Another bill bore upon a judicial question.. The London Corporation Reform Bill would have thrown the City into the Metropolitan district of Police and would have appointed several new Magistrates on the footing of the Metropolitan Police Magistrates. Now, those Magistrates hold their seats by a tenure which is extremely objectionable. They receive a stipend ; they are removeable by the Home Secretary; they are likely to be called upon to act as judges in political eases, in revenue cases, and in other cases between the Crown and the subject. Two of the number have been removed without any explanation ; so that the precarious nature of the tenure has been completely illustrated. It is not difficult to suppose periods of excitement during which the Crown might be prosecuting the subject harshly, if not unjustly and in such instances the case would come before a Metropolitan Magistrate ; who would know that his seat as a judge, his income as a gentleman' and the subsistence of his family, would depend upon the most influential party in the suit. The London Corporation Reform Bill would have increased that extremely questionable class of Magistrates : and again we have to observe that this bill would have tended materially to increase the power of "the Government." An "Act to render more effectual the Police in Counties and Boroughs in England and Wales" has accomplished very great improvements : there are, however, same doubtful points amongst its details—points rendered still more doubtful in connexion with the tendency which we are describing. The seventh section, if we rightly construe it, gives county constables and county magistrates the same power in boroughs that they have in counties. Several sections, beginning with the fourteenth, give to the Home Secretary the power onnitiating the appointment of Inspectors to inquire into the efficiency of the Police. The Secretary of State is empowered to pay out of the Treasury one-fourth of the charge for pay and clothing, but not unless the Police has been consolidated with the Police of the county ; a direct premium to the ratepayers for permitting the consolidation of Borough with County Police. It would be superfluous to point out the tendency of these enactments to increase the power of the administrative officers of the Crown.

The Bishops of London and Durham Retirement Bill was professedly limited to two special cases ; as a precedent, however, it has entirely. altered the relation of the Episcopal Bench to the State. It has destroyed the permanent character of the episcopal tenure ; has converted the episcopal office into one which may be resigned with a pension ; and, by the terms of doing this, it has given a premium to retirement, with a corresponding extension

of. the pension-bestowing and bishop-creating power for "the Government."

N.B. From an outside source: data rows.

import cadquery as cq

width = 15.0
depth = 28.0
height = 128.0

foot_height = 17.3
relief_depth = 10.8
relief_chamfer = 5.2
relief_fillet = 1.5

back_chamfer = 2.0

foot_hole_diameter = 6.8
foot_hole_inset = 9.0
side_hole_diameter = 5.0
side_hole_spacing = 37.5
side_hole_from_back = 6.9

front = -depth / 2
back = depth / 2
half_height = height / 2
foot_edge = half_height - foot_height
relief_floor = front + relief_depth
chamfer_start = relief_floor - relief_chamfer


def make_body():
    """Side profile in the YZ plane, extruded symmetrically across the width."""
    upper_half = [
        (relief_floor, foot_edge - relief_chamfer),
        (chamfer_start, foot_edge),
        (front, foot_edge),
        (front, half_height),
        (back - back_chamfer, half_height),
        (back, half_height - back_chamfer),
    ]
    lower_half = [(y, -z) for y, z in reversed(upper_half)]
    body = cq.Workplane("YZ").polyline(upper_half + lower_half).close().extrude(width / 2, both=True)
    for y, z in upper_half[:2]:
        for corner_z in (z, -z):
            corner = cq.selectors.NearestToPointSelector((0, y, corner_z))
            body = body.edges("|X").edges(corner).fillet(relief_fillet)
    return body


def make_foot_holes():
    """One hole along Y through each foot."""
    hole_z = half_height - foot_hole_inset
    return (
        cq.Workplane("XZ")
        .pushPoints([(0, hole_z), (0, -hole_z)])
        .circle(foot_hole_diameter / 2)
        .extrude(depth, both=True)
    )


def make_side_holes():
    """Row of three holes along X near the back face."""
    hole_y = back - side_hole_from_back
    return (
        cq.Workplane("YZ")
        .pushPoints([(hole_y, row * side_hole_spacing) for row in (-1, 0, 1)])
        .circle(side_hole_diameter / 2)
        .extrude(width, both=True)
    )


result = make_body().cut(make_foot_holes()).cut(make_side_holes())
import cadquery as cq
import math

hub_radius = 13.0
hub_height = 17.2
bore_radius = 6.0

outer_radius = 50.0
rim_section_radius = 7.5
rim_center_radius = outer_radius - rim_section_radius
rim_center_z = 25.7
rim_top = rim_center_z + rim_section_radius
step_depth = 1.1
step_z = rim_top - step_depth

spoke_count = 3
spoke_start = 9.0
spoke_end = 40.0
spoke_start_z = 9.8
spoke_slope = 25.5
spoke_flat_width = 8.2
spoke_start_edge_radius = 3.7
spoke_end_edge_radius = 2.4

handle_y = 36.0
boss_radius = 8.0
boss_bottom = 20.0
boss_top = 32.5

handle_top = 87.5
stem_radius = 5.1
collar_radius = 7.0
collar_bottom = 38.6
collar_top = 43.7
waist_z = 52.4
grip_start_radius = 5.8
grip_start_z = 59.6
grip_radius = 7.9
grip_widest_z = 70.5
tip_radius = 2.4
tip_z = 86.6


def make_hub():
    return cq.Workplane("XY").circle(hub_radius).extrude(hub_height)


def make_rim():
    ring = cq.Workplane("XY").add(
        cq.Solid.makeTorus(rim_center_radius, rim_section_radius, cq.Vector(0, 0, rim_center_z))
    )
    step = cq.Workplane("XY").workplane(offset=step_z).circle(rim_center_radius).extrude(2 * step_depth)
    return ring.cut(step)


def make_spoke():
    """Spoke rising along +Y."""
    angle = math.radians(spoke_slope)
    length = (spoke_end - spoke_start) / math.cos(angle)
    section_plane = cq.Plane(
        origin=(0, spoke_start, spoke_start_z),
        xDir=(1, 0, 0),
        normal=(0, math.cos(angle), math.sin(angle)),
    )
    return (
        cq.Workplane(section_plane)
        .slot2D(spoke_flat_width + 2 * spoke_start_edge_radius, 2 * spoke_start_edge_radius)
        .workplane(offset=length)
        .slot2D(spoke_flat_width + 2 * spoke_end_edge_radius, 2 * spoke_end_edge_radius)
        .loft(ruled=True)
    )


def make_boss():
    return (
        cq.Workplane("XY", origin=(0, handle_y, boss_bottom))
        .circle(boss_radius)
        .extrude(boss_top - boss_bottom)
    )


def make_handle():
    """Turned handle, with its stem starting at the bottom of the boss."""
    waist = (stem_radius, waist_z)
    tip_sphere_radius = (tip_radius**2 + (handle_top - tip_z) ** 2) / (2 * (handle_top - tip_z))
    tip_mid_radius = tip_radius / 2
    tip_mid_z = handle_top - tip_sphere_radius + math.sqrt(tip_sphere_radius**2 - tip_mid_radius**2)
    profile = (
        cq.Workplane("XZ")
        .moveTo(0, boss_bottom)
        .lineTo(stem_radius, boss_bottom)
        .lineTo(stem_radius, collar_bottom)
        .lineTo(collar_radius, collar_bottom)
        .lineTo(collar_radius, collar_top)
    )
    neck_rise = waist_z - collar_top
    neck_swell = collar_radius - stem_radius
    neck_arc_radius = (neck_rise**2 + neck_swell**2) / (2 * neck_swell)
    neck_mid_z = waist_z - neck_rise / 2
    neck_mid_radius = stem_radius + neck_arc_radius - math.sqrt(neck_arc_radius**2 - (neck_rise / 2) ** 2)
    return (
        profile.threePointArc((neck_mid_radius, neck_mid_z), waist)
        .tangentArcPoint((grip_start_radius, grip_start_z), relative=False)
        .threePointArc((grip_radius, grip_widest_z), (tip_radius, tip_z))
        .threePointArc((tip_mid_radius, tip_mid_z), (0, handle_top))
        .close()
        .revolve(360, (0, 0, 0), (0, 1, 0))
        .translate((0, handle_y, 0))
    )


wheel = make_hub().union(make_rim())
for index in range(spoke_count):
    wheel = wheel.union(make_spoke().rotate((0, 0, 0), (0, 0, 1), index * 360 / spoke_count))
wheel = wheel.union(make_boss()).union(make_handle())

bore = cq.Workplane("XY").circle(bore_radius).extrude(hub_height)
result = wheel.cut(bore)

We have no intention to criticize these measures as practical improvements ; our sole purpose is to show that a Government which limits itself to practical improvements, which by its acts if not by its professions repudiates the title of a " reforming " Government, may nevertheless infringe the prerogative of the Crown by reviving it to restrain it, may encroach upon the independence of the Judicial Bench, may multiply the number of the Magistrates removeable by the officers of the Crown, may bring the Police of England more distinctly under the control of one of those officers, and may alter the tenure of the highest dignitaries of the Church, practically modifying the constitution of the Church itself. In none of these cases was there any increase of the power of the Crown properly so called ; in most cases the power of the people, through its representatives in municipalities, in counties, or in Parliament, was abridged ; in all cases the power of that anomalous body the Cabinet Ministers, of the administrative officers constituting "the Government," was directly increased.